# EXERCISE INSTRUCTIONS
Set every entry down again exactly, excluding any pictures.

#### SOURCE DATA

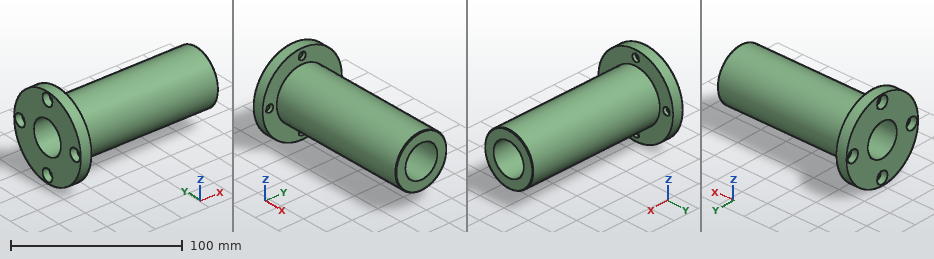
import cadquery as cq

total_length = 112.0
flange_diameter = 62.0
flange_thickness = 8.0
sleeve_diameter = 40.0
bore_diameter = 25.0
end_chamfer = 0.5

hole_count = 4
bolt_circle_diameter = 51.0
hole_diameter = 5.5
counterbore_diameter = 9.0
counterbore_depth = 5.2


def cylinder(diameter, start, length):
    """Solid cylinder about the X axis, beginning at x = start."""
    return cq.Workplane("YZ", origin=(start, 0, 0)).circle(diameter / 2).extrude(length)


def make_body():
    """Flange and chamfered sleeve."""
    flange = cylinder(flange_diameter, 0, flange_thickness)
    sleeve = cylinder(sleeve_diameter, 0, total_length).faces(">X").chamfer(end_chamfer)
    return flange.union(sleeve)


def make_mounting_holes():
    """Cutters for the mounting holes, counterbored from the free flange face."""
    centres = cq.Workplane("YZ").polarArray(bolt_circle_diameter / 2, 0, 360, hole_count)
    through = centres.circle(hole_diameter / 2).extrude(flange_thickness)
    counterbores = centres.circle(counterbore_diameter / 2).extrude(counterbore_depth)
    return through.union(counterbores)


bore = cylinder(bore_diameter, 0, total_length)
result = make_body().cut(bore).cut(make_mounting_holes())

########

# ANSWER TO THE EXERCISE
import cadquery as cq

total_length = 112.0
flange_diameter = 62.0
flange_thickness = 8.0
sleeve_diameter = 40.0
bore_diameter = 25.0
end_chamfer = 0.5

hole_count = 4
bolt_circle_diameter = 51.0
hole_diameter = 5.5
counterbore_diameter = 9.0
counterbore_depth = 5.2


def cylinder(diameter, start, length):
    """Solid cylinder about the X axis, beginning at x = start."""
    return cq.Workplane("YZ", origin=(start, 0, 0)).circle(diameter / 2).extrude(length)


def make_body():
    """Flange and chamfered sleeve."""
    flange = cylinder(flange_diameter, 0, flange_thickness)
    sleeve = cylinder(sleeve_diameter, 0, total_length).faces(">X").chamfer(end_chamfer)
    return flange.union(sleeve)


def make_mounting_holes():
    """Cutters for the mounting holes, counterbored from the free flange face."""
    centres = cq.Workplane("YZ").polarArray(bolt_circle_diameter / 2, 0, 360, hole_count)
    through = centres.circle(hole_diameter / 2).extrude(flange_thickness)
    counterbores = centres.circle(counterbore_diameter / 2).extrude(counterbore_depth)
    return through.union(counterbores)


bore = cylinder(bore_diameter, 0, total_length)
result = make_body().cut(bore).cut(make_mounting_holes())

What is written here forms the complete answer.